**Task to complete**
Filter the material, keeping only lines with the word "IntrusionNode".

**Given information**
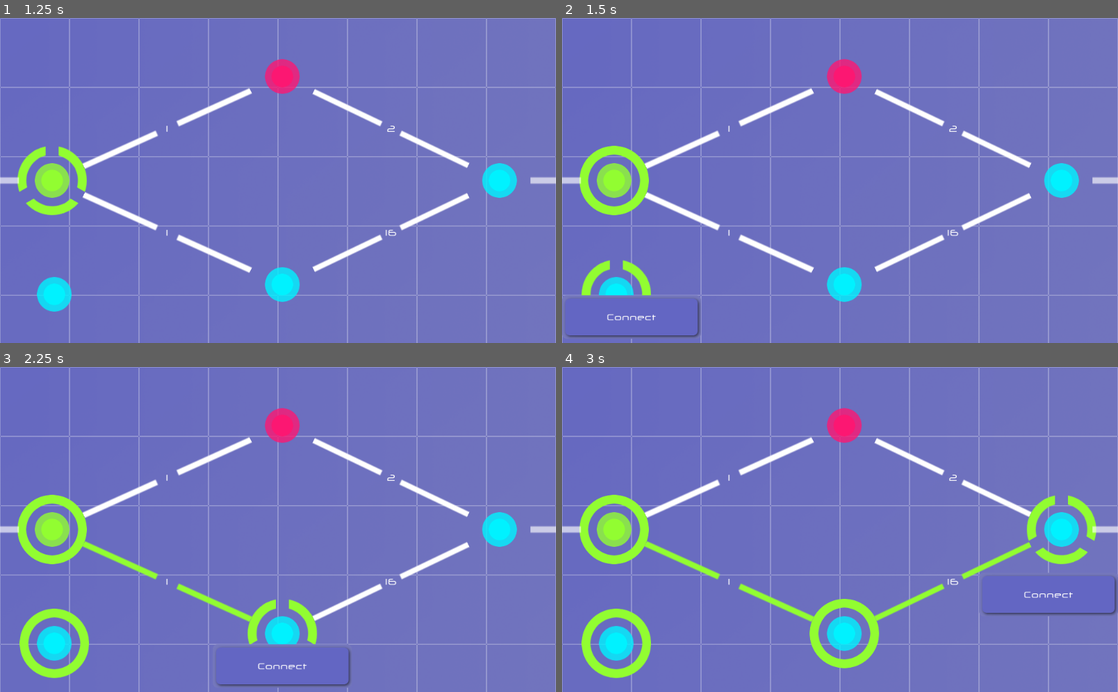
Above: before the commit, frames 1-4 (two rows, left to right).
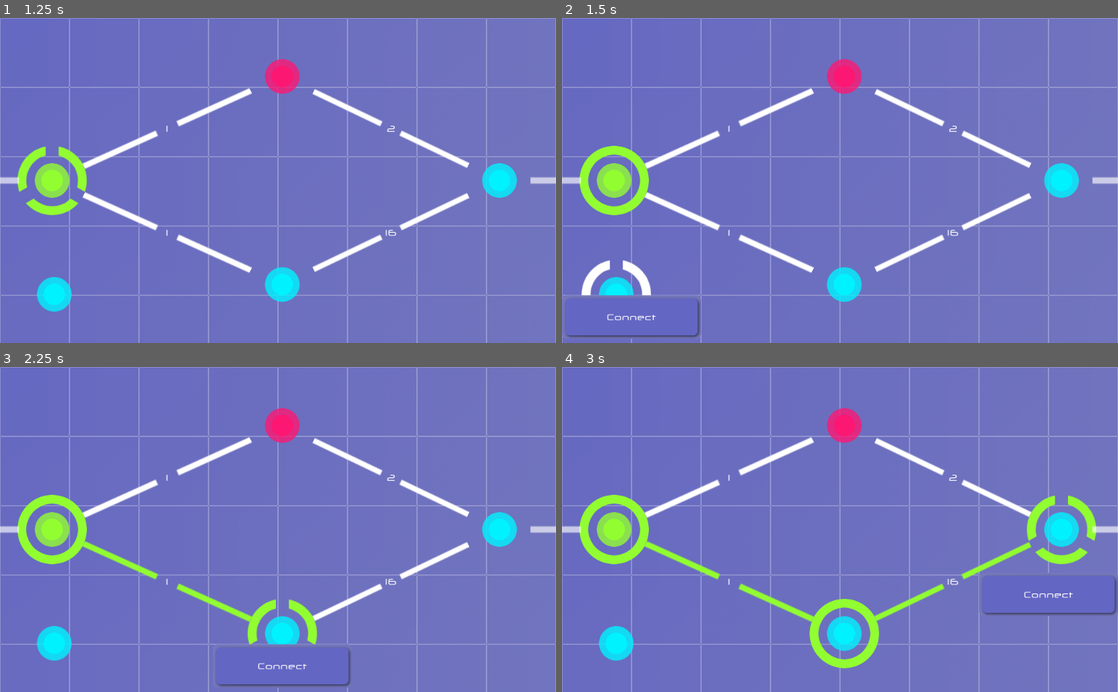
Above: after the commit, the same moments.

Repository: Maaack/Node-Traversal
Game: Godot game, scene res://Scenes/Main.tscn
Two runs of this game, one before a commit and one after it. Both use one fixed random seed, a clock stepped at 60 frames per second and the inputs below.
Inputs (mouse positions are in pixels of both pictures, inside the frame that each line leads up to):
- Up to frame 1 (1.25 s): tap Enter at 0.5 s; move the mouse to (50, 180) at 0.52 s; press the mouse at (50, 180) at 0.53 s
- Up to frame 2 (1.5 s): tap Space at 1.25 s; move the mouse to (617, 294) at 1.27 s; release the mouse at (617, 294) at 1.28 s; click (617, 294) at 1.35 s
- Up to frame 3 (2.25 s): tap Enter at 2 s; move the mouse to (283, 633) at 2.02 s; press the mouse at (283, 633) at 2.03 s
- Up to frame 4 (3 s): tap Space at 2.75 s; move the mouse to (1062, 529) at 2.77 s; release the mouse at (1062, 529) at 2.78 s; click (1062, 529) at 2.85 s

Frame 1 is identical in both runs. In frame 2, 0.5% of the frame differs, in the area x 3-16%, y 74-86%; in frame 3, 1.0%, in the area x 3-16%, y 74-96%; in frame 4, 1.0%.

Commit message:
INIT-01: Fix connected nodes reference. Connect only to adjacent nodes.

Diff:
--- a/Scenes/GameLayer/Character/Character.gd
+++ b/Scenes/GameLayer/Character/Character.gd
@@ -4,11 +4,6 @@
 
 class_name IntrusionCharacter
 
-export(String) var character_name setget set_character_name
-export(Color) var character_color setget set_character_color
-
-func set_character_name(value:String):
-	character_name = value
-
-func set_character_color(value:Color):
-	character_color = value
+export(int) var intrusion_id
+export(String) var intrusion_name
+export(Color) var color
--- a/Scenes/GameLayer/Character/PlayerCharacter.tres
+++ b/Scenes/GameLayer/Character/PlayerCharacter.tres
@@ -4,5 +4,6 @@
 
 [resource]
 script = ExtResource( 1 )
-character_name = "Player"
-character_color = Color( 0.576471, 0.996078, 0.196078, 1 )
+intrusion_id = 0
+intrusion_name = "Player"
+color = Color( 0.576471, 0.996078, 0.196078, 1 )
--- a/Scenes/GameLayer/GameLayer.gd
+++ b/Scenes/GameLayer/GameLayer.gd
@@ -24,7 +24,7 @@
 		if not is_instance_valid(highlighted_node):
 			return
 		if highlighted_node is IntrusionNode:
-			highlighted_node.occupying_character = player_character_resource
+			highlighted_node.connect_character(player_character_resource)
 
 func _on_IntrusionNode_mouse_entered(node:IntrusionNode):
 	if not is_instance_valid(node):
--- a/Scenes/GameLayer/IntrusionNode/IntrusionNode.gd
+++ b/Scenes/GameLayer/IntrusionNode/IntrusionNode.gd
@@ -37,7 +37,7 @@
 	if ring_node == null:
 		return
 	if is_occupied():
-		ring_node.modulate = occupying_character.character_color
+		ring_node.modulate = occupying_character.color
 		ring_node.animation = 'closed'
 	else:
 		ring_node.modulate = Color(1,1,1,1)
@@ -48,6 +48,18 @@
 func is_occupied() -> bool:
 	return is_instance_valid(occupying_character)
 
+func connect_character(character:IntrusionCharacter):
+	if can_connect_character(character):
+		set_occupying_character(character)
+
+func can_connect_character(character:IntrusionCharacter):
+	for connected_node in connected_nodes:
+		if connected_node.occupying_character == null:
+			continue
+		if connected_node.occupying_character.intrusion_id == character.intrusion_id:
+			return true
+	return false
+
 func connect_node(node:IntrusionNode):
 	if connected_nodes.has(node):
 		return
--- a/Scenes/GameLayer/IntrusionPath/IntrusionPath.gd
+++ b/Scenes/GameLayer/IntrusionPath/IntrusionPath.gd
@@ -26,18 +26,14 @@
 	update_text()
 
 func set_target_a_path(value:NodePath):
-	disconnect_nodes()
-	target_a = null
 	target_a_path = value
+	target_a = get_node_or_null(target_a_path)
 	connect_nodes()
-	update_line()
 
 func set_target_b_path(value:NodePath):
-	disconnect_nodes()
-	target_b = null
 	target_b_path = value
+	target_b = get_node_or_null(target_b_path)
 	connect_nodes()
-	update_line()
 
 func set_cost(value:int):
 	cost = value
@@ -48,10 +44,12 @@
 		cost_node.text = str(cost)
 
 func resolve_paths_to_nodes():
-	if target_a == null and target_a_path != null:
-		target_a = get_node_or_null(target_a_path)
-	if target_b == null and target_b_path != null:
-		target_b = get_node_or_null(target_b_path)
+	if target_a == null or target_b == null:
+		if target_a == null and target_a_path != null:
+			target_a = get_node_or_null(target_a_path)
+		if target_b == null and target_b_path != null:
+			target_b = get_node_or_null(target_b_path)
+		connect_nodes()
 
 func update_line() -> void:
 	resolve_paths_to_nodes()
@@ -102,6 +100,6 @@
 	if sprite_node == null:
 		return
 	if occupying_character != null:
-		sprite_node.modulate = character.character_color
+		sprite_node.modulate = character.color
 	else:
 		sprite_node.modulate = Color(1,1,1,1)

**Solution**
 		if highlighted_node is IntrusionNode:
 func _on_IntrusionNode_mouse_entered(node:IntrusionNode):
--- a/Scenes/GameLayer/IntrusionNode/IntrusionNode.gd
+++ b/Scenes/GameLayer/IntrusionNode/IntrusionNode.gd
 func connect_node(node:IntrusionNode):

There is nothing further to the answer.